* **Task to carry out**: Reproduce without change the lines in the material below that run from the one with "pin_radius = outer_radius - back_radius" to the end, and nothing more.

(Dataset)

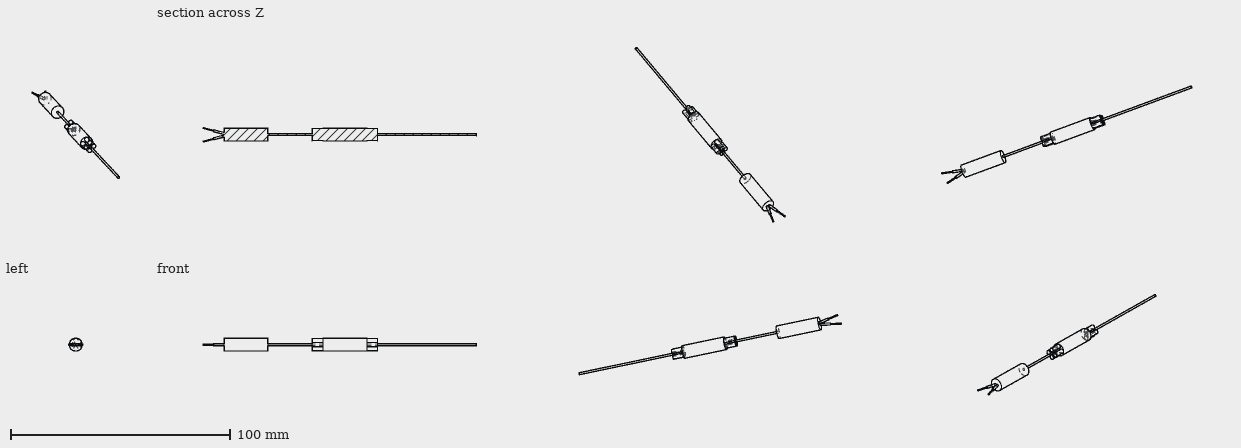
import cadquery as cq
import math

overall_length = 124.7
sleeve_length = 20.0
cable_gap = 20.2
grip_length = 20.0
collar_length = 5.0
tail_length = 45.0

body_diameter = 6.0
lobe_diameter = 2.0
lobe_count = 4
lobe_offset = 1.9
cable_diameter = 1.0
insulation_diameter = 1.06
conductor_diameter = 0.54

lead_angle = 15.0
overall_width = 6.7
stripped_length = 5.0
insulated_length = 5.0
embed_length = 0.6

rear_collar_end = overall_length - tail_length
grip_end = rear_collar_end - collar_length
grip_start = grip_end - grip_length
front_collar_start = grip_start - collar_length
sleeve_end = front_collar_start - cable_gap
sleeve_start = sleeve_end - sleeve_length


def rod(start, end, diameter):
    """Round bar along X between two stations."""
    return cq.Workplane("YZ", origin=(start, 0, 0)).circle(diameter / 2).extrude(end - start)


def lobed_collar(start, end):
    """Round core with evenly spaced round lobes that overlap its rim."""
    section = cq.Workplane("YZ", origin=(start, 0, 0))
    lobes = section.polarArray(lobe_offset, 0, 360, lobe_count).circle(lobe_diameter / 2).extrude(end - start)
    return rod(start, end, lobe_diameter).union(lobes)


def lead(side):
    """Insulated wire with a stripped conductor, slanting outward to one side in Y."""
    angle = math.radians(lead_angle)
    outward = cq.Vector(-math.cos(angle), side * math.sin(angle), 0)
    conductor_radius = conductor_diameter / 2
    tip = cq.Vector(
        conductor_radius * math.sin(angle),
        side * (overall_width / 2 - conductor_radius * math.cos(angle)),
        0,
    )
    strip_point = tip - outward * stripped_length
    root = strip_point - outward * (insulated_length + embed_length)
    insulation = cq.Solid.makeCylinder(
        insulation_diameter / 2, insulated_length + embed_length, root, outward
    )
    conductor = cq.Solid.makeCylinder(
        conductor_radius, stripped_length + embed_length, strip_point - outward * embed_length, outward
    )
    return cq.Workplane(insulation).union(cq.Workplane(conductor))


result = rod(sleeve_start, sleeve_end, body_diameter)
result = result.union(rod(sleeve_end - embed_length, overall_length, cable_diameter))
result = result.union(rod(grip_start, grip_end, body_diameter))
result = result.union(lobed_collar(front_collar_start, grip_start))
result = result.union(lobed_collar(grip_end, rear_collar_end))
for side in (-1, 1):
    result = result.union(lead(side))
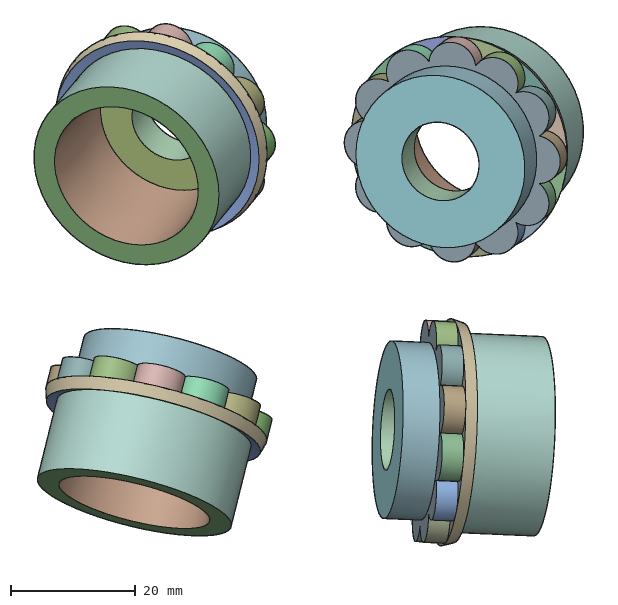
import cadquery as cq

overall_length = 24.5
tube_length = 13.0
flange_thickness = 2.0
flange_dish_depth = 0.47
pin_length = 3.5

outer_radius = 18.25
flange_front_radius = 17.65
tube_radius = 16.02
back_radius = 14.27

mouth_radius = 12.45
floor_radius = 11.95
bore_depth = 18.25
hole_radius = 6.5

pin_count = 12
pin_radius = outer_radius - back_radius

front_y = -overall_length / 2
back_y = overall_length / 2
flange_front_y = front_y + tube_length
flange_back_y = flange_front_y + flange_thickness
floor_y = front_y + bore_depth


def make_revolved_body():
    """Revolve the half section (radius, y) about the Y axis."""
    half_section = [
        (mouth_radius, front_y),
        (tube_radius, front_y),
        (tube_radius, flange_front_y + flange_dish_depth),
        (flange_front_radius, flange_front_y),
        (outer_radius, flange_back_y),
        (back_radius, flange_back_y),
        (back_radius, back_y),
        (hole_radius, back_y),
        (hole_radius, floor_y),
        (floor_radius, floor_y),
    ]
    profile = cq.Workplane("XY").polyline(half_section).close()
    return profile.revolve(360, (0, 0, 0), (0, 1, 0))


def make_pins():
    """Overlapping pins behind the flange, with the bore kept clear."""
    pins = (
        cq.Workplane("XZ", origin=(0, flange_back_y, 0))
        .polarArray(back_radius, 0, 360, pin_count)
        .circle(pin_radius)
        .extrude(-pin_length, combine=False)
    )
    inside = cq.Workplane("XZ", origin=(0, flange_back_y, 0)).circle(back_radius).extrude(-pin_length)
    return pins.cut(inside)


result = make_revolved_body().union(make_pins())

(End Dataset)

* **Written solution**:
pin_radius = outer_radius - back_radius

front_y = -overall_length / 2
back_y = overall_length / 2
flange_front_y = front_y + tube_length
flange_back_y = flange_front_y + flange_thickness
floor_y = front_y + bore_depth


def make_revolved_body():
    """Revolve the half section (radius, y) about the Y axis."""
    half_section = [
        (mouth_radius, front_y),
        (tube_radius, front_y),
        (tube_radius, flange_front_y + flange_dish_depth),
        (flange_front_radius, flange_front_y),
        (outer_radius, flange_back_y),
        (back_radius, flange_back_y),
        (back_radius, back_y),
        (hole_radius, back_y),
        (hole_radius, floor_y),
        (floor_radius, floor_y),
    ]
    profile = cq.Workplane("XY").polyline(half_section).close()
    return profile.revolve(360, (0, 0, 0), (0, 1, 0))


def make_pins():
    """Overlapping pins behind the flange, with the bore kept clear."""
    pins = (
        cq.Workplane("XZ", origin=(0, flange_back_y, 0))
        .polarArray(back_radius, 0, 360, pin_count)
        .circle(pin_radius)
        .extrude(-pin_length, combine=False)
    )
    inside = cq.Workplane("XZ", origin=(0, flange_back_y, 0)).circle(back_radius).extrude(-pin_length)
    return pins.cut(inside)


result = make_revolved_body().union(make_pins())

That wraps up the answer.